_Data extract_
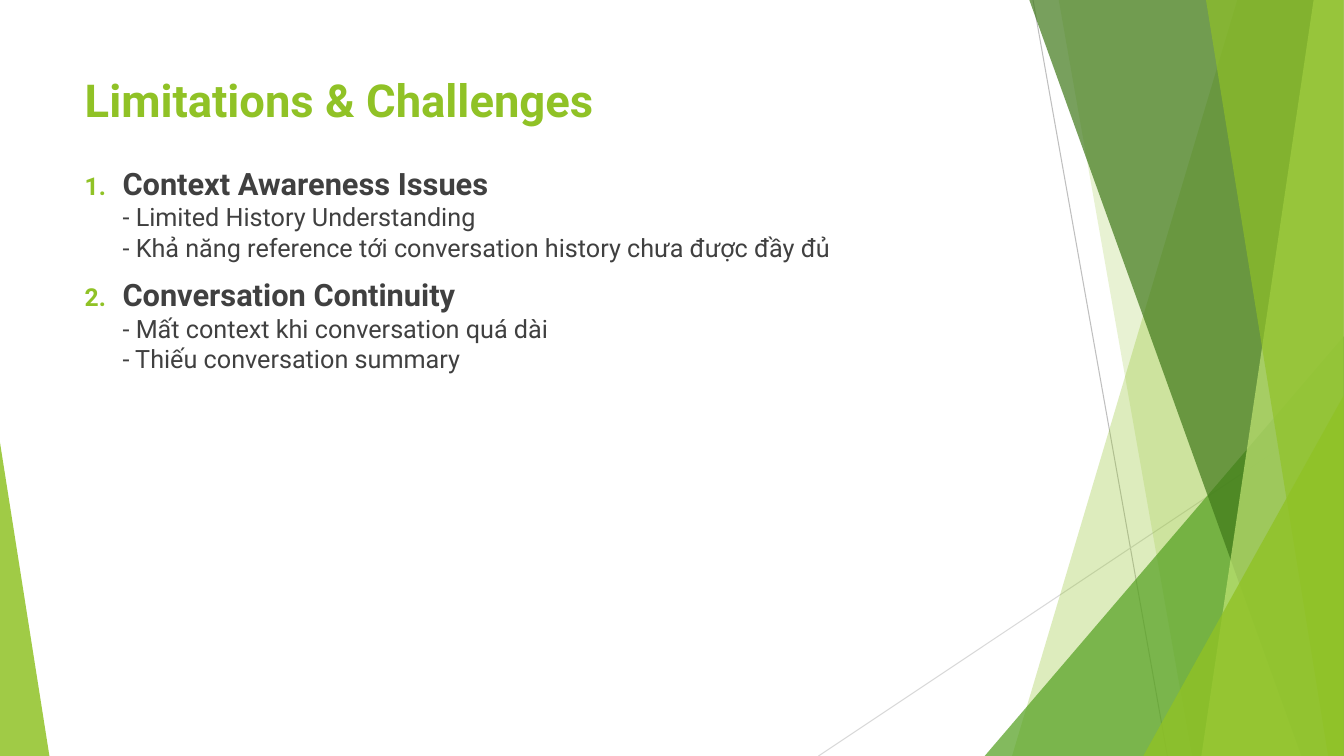
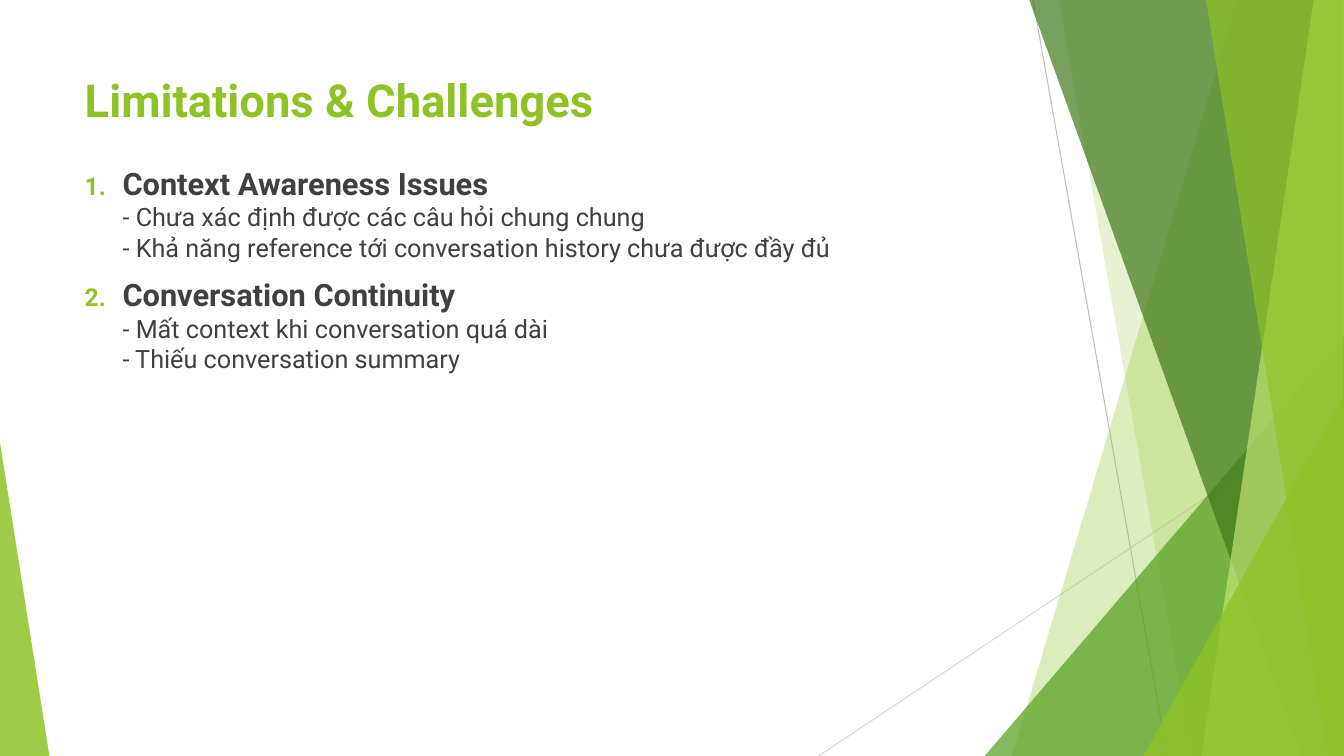
Before and after one commit to avvotinh/evlevate-dn-03, a slide deck: slide 11 of Workshop_final/Workshop_Final.pptx. Drawn at 1344x756 pixels with LibreOffice and Linux fonts; fonts in the diff are those of the drawing. Boxes give left, top, right and bottom in pixels: in the first picture for what was removed or moved away, otherwise in the second. Text is boxed around its words. In the diff, an @@ line names an element or a change of style, - is before the commit and + after.

Commit message:
update slide

```diff
--- a/Workshop_final/Workshop_Final.pptx
+++ b/Workshop_final/Workshop_Final.pptx
@@ text at box(123, 173, 830, 263): text changed @@
-1. Context Awareness Issues
-   - Limited History Understanding
-   - Khả năng reference tới conversation history chưa được đầy đủ
+1. Context Awareness Issues
+   - Chưa xác định được các câu hỏi chung chung
+   - Khả năng reference tới conversation history chưa được đầy đủ
```

_Work request_
Each record above, in full: return it exactly, pictures excluded.

_Expected output_
Before and after one commit to avvotinh/evlevate-dn-03, a slide deck: slide 11 of Workshop_final/Workshop_Final.pptx. Drawn at 1344x756 pixels with LibreOffice and Linux fonts; fonts in the diff are those of the drawing. Boxes give left, top, right and bottom in pixels: in the first picture for what was removed or moved away, otherwise in the second. Text is boxed around its words. In the diff, an @@ line names an element or a change of style, - is before the commit and + after.

Commit message:
update slide

```diff
--- a/Workshop_final/Workshop_Final.pptx
+++ b/Workshop_final/Workshop_Final.pptx
@@ text at box(123, 173, 830, 263): text changed @@
-1. Context Awareness Issues
-   - Limited History Understanding
-   - Khả năng reference tới conversation history chưa được đầy đủ
+1. Context Awareness Issues
+   - Chưa xác định được các câu hỏi chung chung
+   - Khả năng reference tới conversation history chưa được đầy đủ
```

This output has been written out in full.